Diffusion came from the term used in Thermodynamics, where particle or molecules spontaneously move from high concentration to low concentration. Likening an image to a liquid, its pixels act like an atom. We repricate the physical diffusion process with noise. Adding noise to the image is like the diffusion process. By gradually adding noise at successive individual steps we are destorying the information. And we call this Forward Diffusion Process. The second part of the task is to restore the image by gradually denoising it. This denoising is called the Backward Diffusion Process.

Forward Process is fundamentally a process where a transform function transforms a complex distribution to a predefined prior distribution.

x_0 \sim p_{complex} \implies \Tau(x_0) \sim p_{prior}

The data points on a complex distribution are mapped to a point on a prior distribution.	A high-level conceptual overview of the entire image space.

In DDPM the prior distribution is defined to follow a Gaussian distribution and the transformation mechanism is assumed to be a Markov Chain Process, meaning that the current state only depends on the one step previous state and the transition probability between states. Lets start with notations first.

X : Random variable for an image distributed according to probability distribution complex P(x)
- so X=x for some image from the possible set of Images in X.
n : Number of pixels in a image(HxW of pixels).
- Then X is a set of N random variables i.e, X={ $v_1, v_2 \space ... \space v_n$ } and $X\in R^{N}$ for N pixel image.

Markov Chains and what it means to have them in DDPMs

Given that a image state at timestep K is represented as Xk, the forward path can be written as follows. Thus by the property of Markov process, the output of the current time step is conditioned is only on t-1 timestep.
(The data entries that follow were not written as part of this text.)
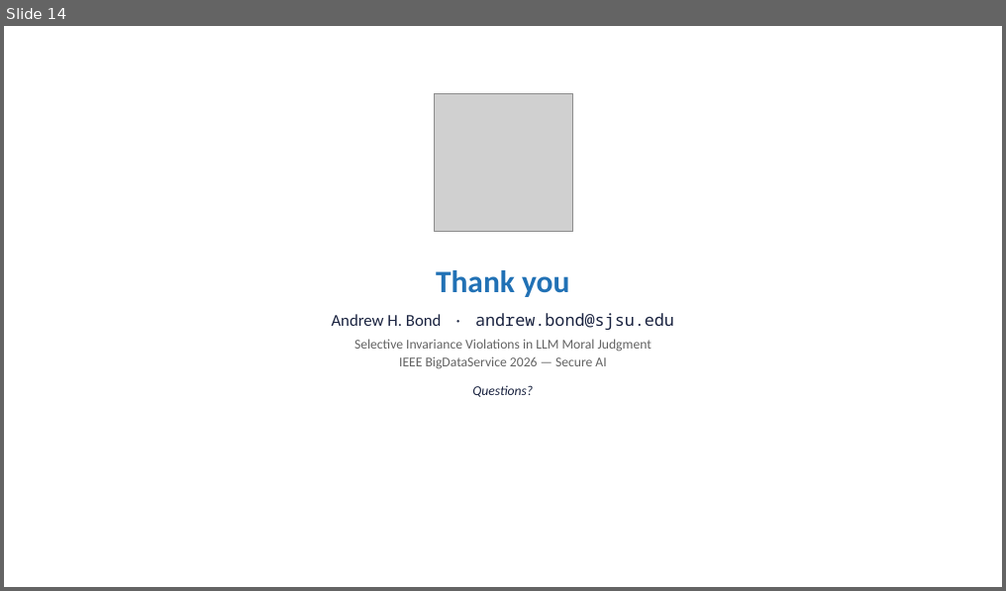
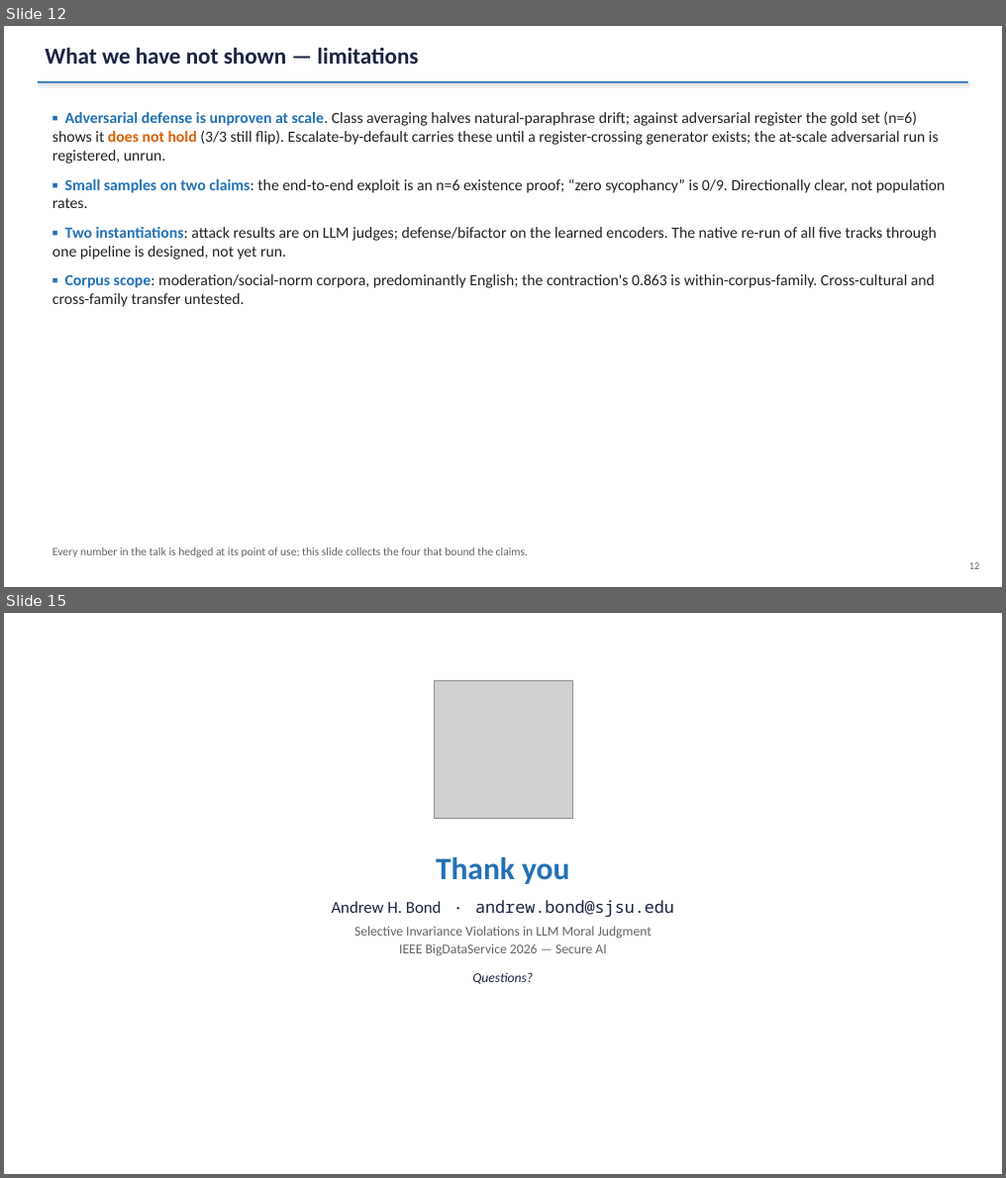
Before and after one commit to ahb-sjsu/agi-hpc, a slide deck: benchmarks/ieee_bds_2026/SecureAI_Bond_2026_slides.pptx. Shown one above the other, each under a label of ours: slide 14 before the commit, slides 12 and 15 after it; the slides between them are not shown. The pictures are 1006x591 and 1006x1178 pixels, drawn with LibreOffice and Linux fonts; fonts in the diff are those of the drawing; grey boxes stand for pictures. Boxes give left, top, right and bottom in pixels: in the first picture for what was removed or moved away, otherwise in the second. Text is boxed around its words. In the diff, an @@ line names an element or a change of style, - is before the commit and + after.

```diff
--- a/benchmarks/ieee_bds_2026/SecureAI_Bond_2026_slides.pptx
+++ b/benchmarks/ieee_bds_2026/SecureAI_Bond_2026_slides.pptx
@@ slide 12 added at bbox=[4, 26, 1002, 587], background #FFFFFF @@
@@ text added at bbox=[45, 47, 418, 64], 22 pt, text #1A2340, bold @@
+What we have not shown — limitations
@@ rectangle added at bbox=[38, 81, 968, 82], fill #2171B5 @@
@@ text added at bbox=[53, 111, 944, 307], 15 pt, text #202020 @@
+▪ Adversarial defense is unproven at scale. Class averaging halves natural-paraphrase drift; against adversarial register the gold set (n=6) shows it does not hold (3/3 still flip). Escalate-by-default carries these until a register-crossing generator exists; the at-scale adversarial run is registered, unrun.
+▪ Small samples on two claims: the end-to-end exploit is an n=6 existence proof; “zero sycophancy” is 0/9. Directionally clear, not population rates.
+▪ Two instantiations: attack results are on LLM judges; defense/bifactor on the learned encoders. The native re-run of all five tracks through one pipeline is designed, not yet run.
+▪ Corpus scope: moderation/social-norm corpora, predominantly English; the contraction's 0.863 is within-corpus-family. Cross-cultural and cross-family transfer untested.
@@ text added at bbox=[53, 548, 528, 558], 11 pt, text #636363 @@
+Every number in the talk is hedged at its point of use; this slide collects the four that bound the claims.
@@ text added at bbox=[969, 563, 980, 570], 10 pt, text #636363 @@
+12
@@ what was slide 14 is now slide 15 @@
```
Also in this commit, not shown: 7 slides changed, 6 other files.

P(X_i = x_i|X_1 = x_1, X_2 = x_2,...,X_{i-1} = x_{i-1}) = P(X_i = x_i|X_{i-1} = x_{i-1})

In the context of diffusion process, the number of timesteps T is the number of steps needed to convert input image into a pure gaussian noise. If the Backward process is exactly the opposite of the forward process, Then it would be represented as follows.

P(X_{i-1} = x_{i-1}|X_{i} = x_{i})

Deep dive into DDPM

Forward Step

Diffusion model can be understood as a lantent variable model which get an input image and maps it to the latent space using fixed forward diffusion process q. q process is a Markov chain and the goal of the forward q process is to add noise progressively to get an approximate posterior q(x1:T|x0) where each xi is regarded as latent variables having the same dimensionality as input x0.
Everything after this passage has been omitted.